San Diego leaders announced plans Thursday to begin funding fixes to emergency response delays disproportionately plaguing some of the city’s neediest neighborhoods.
The city expects to allocate $3 million toward land and design costs for new fire stations on Home Avenue in City Heights and in Skyline as part of a $120 million infrastructure loan scheduled for City Council approval in January.
Home Avenue and Skyline are two of the five neighborhoods within 9 ½ square miles south and east of downtown identified by a consultant almost three years ago as having the highest risk of a delayed emergency response in the city. Home Avenue topped the list, followed by Paradise Hills, College Area, Skyline and Encanto.

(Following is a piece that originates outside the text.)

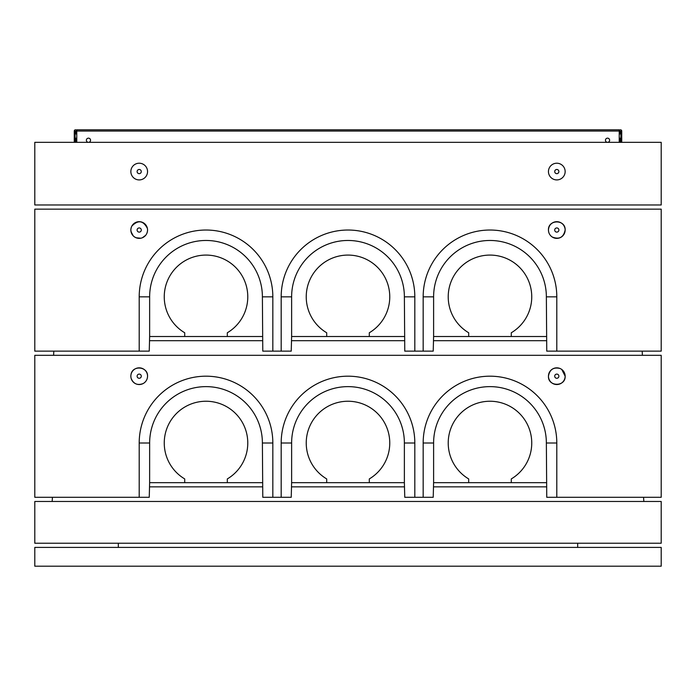 <?xml version="1.0" encoding="UTF-8"?>
<svg xmlns="http://www.w3.org/2000/svg" width="696" height="696" viewBox="0 0 696 696"><rect width="100%" height="100%" fill="white"/><g stroke="black" fill="none" stroke-linecap="round" stroke-linejoin="round"><path stroke-width="1.04" d="M661.2 566.196L661.2 547.404L34.8 547.404L34.8 566.196L661.2 566.196M577.68 547.404L577.68 543.228M118.32 547.404L118.32 543.228M141.288 376.188A2.088 2.088 0 0 1 138.156 377.998A2.088 2.088 0 0 1 138.156 374.378A2.088 2.088 0 0 1 141.288 376.188M558.888 376.188A2.088 2.088 0 0 1 555.756 377.998A2.088 2.088 0 0 1 555.756 374.378A2.088 2.088 0 0 1 558.888 376.188M546.482 340.692L433.486 340.692M404.498 340.692L291.502 340.692M262.514 340.692L149.518 340.692M53.827 351.132L53.592 355.308M642.173 351.132L642.408 355.308M546.36 443.004L556.8 443.004L556.8 497.292L546.752 497.292L546.36 443.004A56.376 56.376 0 0 0 489.984 386.628A56.376 56.376 0 0 0 433.608 443.004L433.608 482.676L546.36 482.676M556.8 497.292L661.2 497.292L661.2 355.308L34.8 355.308L34.8 497.292L149.249 497.292L149.631 482.676L227.314 482.676L227.314 478.926A41.76 41.76 0 0 0 237.901 416.034A41.76 41.76 0 0 0 174.131 416.034A41.76 41.76 0 0 0 184.718 478.926L184.718 482.676M369.298 482.676L369.298 478.926A41.76 41.76 0 0 0 379.885 416.034A41.76 41.76 0 0 0 316.115 416.034A41.76 41.76 0 0 0 326.702 478.926L326.702 482.676L404.376 482.676L404.767 497.292L414.816 497.292L414.816 443.004A66.816 66.816 0 0 0 348 376.188A66.816 66.816 0 0 0 281.184 443.004L281.184 497.292L262.784 497.292L262.392 443.004A56.376 56.376 0 0 0 206.016 386.628A56.376 56.376 0 0 0 149.64 443.004L149.631 482.676M272.832 497.292L272.832 443.004A66.816 66.816 0 0 0 206.016 376.188A66.816 66.816 0 0 0 139.2 443.004L139.2 497.292M404.376 482.676L404.376 443.004A56.376 56.376 0 0 0 348 386.628A56.376 56.376 0 0 0 291.624 443.004L291.624 482.676L326.702 482.676M414.816 497.292L433.216 497.292L433.599 482.676M281.184 497.292L291.233 497.292L291.615 482.676M262.401 482.676L227.314 482.676M511.282 482.676L511.282 478.926A41.76 41.76 0 0 0 521.87 416.034A41.76 41.76 0 0 0 458.098 416.034A41.76 41.76 0 0 0 468.686 478.926L468.686 482.676M556.8 443.004A66.816 66.816 0 0 0 489.984 376.188A66.816 66.816 0 0 0 423.168 443.004L423.168 497.292M560.002 368.471C553.442 366.966 549.588 369.541 548.448 376.188C547.935 386.959 565.665 386.967 565.152 376.188L561.776 369.48M565.152 376.188A8.352 8.352 0 0 0 552.624 368.958A8.352 8.352 0 0 0 552.624 383.418A8.352 8.352 0 0 0 565.152 376.188M143.837 383.131C146.23 381.443 147.474 379.129 147.552 376.188A8.352 8.352 0 0 0 135.024 368.958A8.352 8.352 0 0 0 135.024 383.418A8.352 8.352 0 0 0 147.552 376.188C148.091 366.444 132.397 364.878 131.013 374.552M131.205 378.607C133.641 383.983 137.617 385.636 143.132 383.557M34.8 204.972L661.2 204.972L661.2 142.332L34.8 142.332L34.8 204.972M556.8 179.916A8.352 8.352 0 0 1 549.57 167.388A8.352 8.352 0 0 1 564.03 167.388A8.352 8.352 0 0 1 556.8 179.916M139.2 179.916A8.352 8.352 0 0 0 146.43 167.388A8.352 8.352 0 0 0 131.97 167.388A8.352 8.352 0 0 0 139.2 179.916M607.538 142.332A2.088 2.088 0 0 0 609.348 139.2A2.088 2.088 0 0 0 605.729 139.2A2.088 2.088 0 0 0 607.538 142.332M88.462 142.332A2.088 2.088 0 0 1 86.652 139.2A2.088 2.088 0 0 1 90.271 139.2A2.088 2.088 0 0 1 88.462 142.332M76.769 142.332L76.769 129.804L619.231 129.804L619.231 131.057A1.253 1.253 0 0 1 620.484 129.804A1.253 1.253 0 0 1 621.737 131.057L621.737 142.332C621.737 137.808 621.737 137.808 621.737 142.332C621.737 137.808 621.737 137.808 621.737 142.332L621.737 131.057A1.253 1.253 0 0 0 620.484 129.804A1.253 1.253 0 0 0 619.231 131.057L76.769 131.057A1.253 1.253 0 0 0 75.516 129.804A1.253 1.253 0 0 0 74.263 131.057L74.263 142.332C74.263 137.808 74.263 137.808 74.263 142.332C74.263 137.808 74.263 137.808 74.263 142.332L74.263 131.057A1.253 1.253 0 0 1 75.516 129.804A1.253 1.253 0 0 1 76.769 131.057L75.934 131.057L75.934 133.98L76.769 133.98L76.769 131.057M619.231 142.332L619.231 131.057L619.231 133.98L620.066 133.98L620.066 131.057L619.231 131.057M620.902 142.332C620.902 137.808 620.902 137.808 620.902 142.332L620.902 131.057L620.902 138.156L620.066 138.156L620.066 142.332M75.098 142.332L75.098 131.057L75.098 142.332C75.098 137.808 75.098 137.808 75.098 142.332L75.098 138.156L75.934 138.156L75.098 138.156M90.55 140.244A2.088 2.088 0 0 0 87.418 138.434A2.088 2.088 0 0 0 87.418 142.054A2.088 2.088 0 0 0 90.55 140.244A2.088 2.088 0 0 0 87.418 138.434A2.088 2.088 0 0 0 87.418 142.054A2.088 2.088 0 0 0 90.55 140.244M75.934 142.332L75.934 138.156M605.45 140.244A2.088 2.088 0 0 0 608.582 142.054A2.088 2.088 0 0 0 608.582 138.434A2.088 2.088 0 0 0 605.45 140.244A2.088 2.088 0 0 0 608.582 142.054A2.088 2.088 0 0 0 608.582 138.434A2.088 2.088 0 0 0 605.45 140.244M141.288 171.564A2.088 2.088 0 0 1 138.156 173.374A2.088 2.088 0 0 1 138.156 169.754A2.088 2.088 0 0 1 141.288 171.564M558.888 171.564A2.088 2.088 0 0 1 555.756 173.374A2.088 2.088 0 0 1 555.756 169.754A2.088 2.088 0 0 1 558.888 171.564M34.8 543.228L661.2 543.228L661.2 501.468L34.8 501.468L34.8 543.228M52.157 501.468L52.444 497.292M149.518 486.852L262.514 486.852M291.502 486.852L404.498 486.852M433.486 486.852L546.482 486.852M643.843 501.468L643.556 497.292M141.288 230.028A2.088 2.088 0 0 1 138.156 231.838A2.088 2.088 0 0 1 138.156 228.218A2.088 2.088 0 0 1 141.288 230.028M558.888 230.028A2.088 2.088 0 0 1 555.756 231.838A2.088 2.088 0 0 1 555.756 228.218A2.088 2.088 0 0 1 558.888 230.028M404.376 296.844L414.816 296.844L414.816 351.132L404.767 351.132L404.376 296.844A56.376 56.376 0 0 0 348 240.468A56.376 56.376 0 0 0 291.624 296.844L291.624 336.516L369.298 336.516L369.298 332.766A41.76 41.76 0 0 0 379.885 269.874A41.76 41.76 0 0 0 316.115 269.874A41.76 41.76 0 0 0 326.702 332.766L326.702 336.516M414.816 296.844A66.816 66.816 0 0 0 348 230.028A66.816 66.816 0 0 0 281.184 296.844L281.184 351.132L291.233 351.132L291.615 336.516M262.392 296.844L272.832 296.844L272.832 351.132L262.784 351.132L262.392 296.844A56.376 56.376 0 0 0 206.016 240.468A56.376 56.376 0 0 0 149.64 296.844L149.64 336.516L227.314 336.516L227.314 332.766A41.76 41.76 0 0 0 237.901 269.874A41.76 41.76 0 0 0 174.131 269.874A41.76 41.76 0 0 0 184.718 332.766L184.718 336.516M272.832 296.844A66.816 66.816 0 0 0 206.016 230.028A66.816 66.816 0 0 0 139.2 296.844L139.2 351.132L149.249 351.132L149.631 336.516M556.8 351.132L546.752 351.132L546.36 296.844L556.8 296.844L556.8 351.132L661.2 351.132L661.2 209.148L34.8 209.148L34.8 351.132L139.2 351.132M546.36 296.844A56.376 56.376 0 0 0 489.984 240.468A56.376 56.376 0 0 0 433.608 296.844L433.608 336.516L511.282 336.516L511.282 332.766A41.76 41.76 0 0 0 521.87 269.874A41.76 41.76 0 0 0 458.098 269.874A41.76 41.76 0 0 0 468.686 332.766L468.686 336.516M556.8 296.844A66.816 66.816 0 0 0 489.984 230.028A66.816 66.816 0 0 0 423.168 296.844L423.168 351.132L433.216 351.132L433.599 336.516M136.781 222.033C133.058 223.39 131.074 226.052 130.848 230.028C131.614 235.874 134.946 238.606 140.827 238.223L135.998 237.745M145.655 235.326L142.393 237.745C145.664 236.214 147.387 233.639 147.552 230.028A8.352 8.352 0 0 0 135.024 222.798A8.352 8.352 0 0 0 135.024 237.258A8.352 8.352 0 0 0 147.552 230.028M138.391 221.719C143.098 221.641 146.099 223.877 147.395 228.41C143.28 220.467 138.095 219.692 131.84 226.087M131.213 227.592L131.013 228.392M548.605 231.655L548.448 230.028C548.752 225.695 550.997 222.964 555.182 221.833M549.857 234.665L550.345 235.326L549.857 234.665M565.152 230.028C563.551 237.458 559.227 239.772 552.154 236.971C559.227 239.772 563.551 237.458 565.152 230.028A8.352 8.352 0 0 0 552.624 222.798A8.352 8.352 0 0 0 552.624 237.258A8.352 8.352 0 0 0 565.152 230.028C565.674 219.266 547.943 219.231 548.448 230.028M564.995 228.41C564.134 224.895 561.942 222.703 558.436 221.841M556.809 221.676L555.991 221.719M272.832 351.132L281.184 351.132M414.816 351.132L423.168 351.132M546.369 336.516L511.282 336.516M369.298 336.516L404.376 336.516M262.401 336.516L227.314 336.516M131.005 231.655L133.293 235.935M134.554 236.971L135.285 237.406M146.56 233.969L146.917 233.23M147.387 231.664L147.508 230.855M262.392 443.004L272.832 443.004M149.64 443.004L139.2 443.004M404.376 443.004L414.816 443.004M291.624 443.004L281.184 443.004M433.608 443.004L423.168 443.004M291.624 296.844L281.184 296.844M149.64 296.844L139.2 296.844M433.608 296.844L423.168 296.844"/></g></svg>

The neighborhoods are among the city’s poorest and brownest. City leaders have broken numerous promises about funding new fire facilities in those neighborhoods.
In July, we told the story of residents in those neighborhoods who had been shot, burned, in need of oxygen and in cardiac arrest who waited far longer than the Fire-Rescue Department’s 7 minute, 30 second response time goal for help to arrive.
All three major mayoral candidates now list bolstering emergency response times among their top priorities if they’re elected.
The potential funding revealed Thursday won’t be enough to build the new stations, but it’s the first time the city will put money toward them. The loan, announced by interim mayor Todd Gloria and Council members Marti Emerald and Mark Kersey at an existing fire station in City Heights, will primarily provide funds to repair broken city streets, storm drains and buildings. There’s also $1 million for busted sidewalks.
Former Mayor Bob Filner had delayed the loan in a cost-saving move, and the amount has grown from a planned $80 million to $120 million.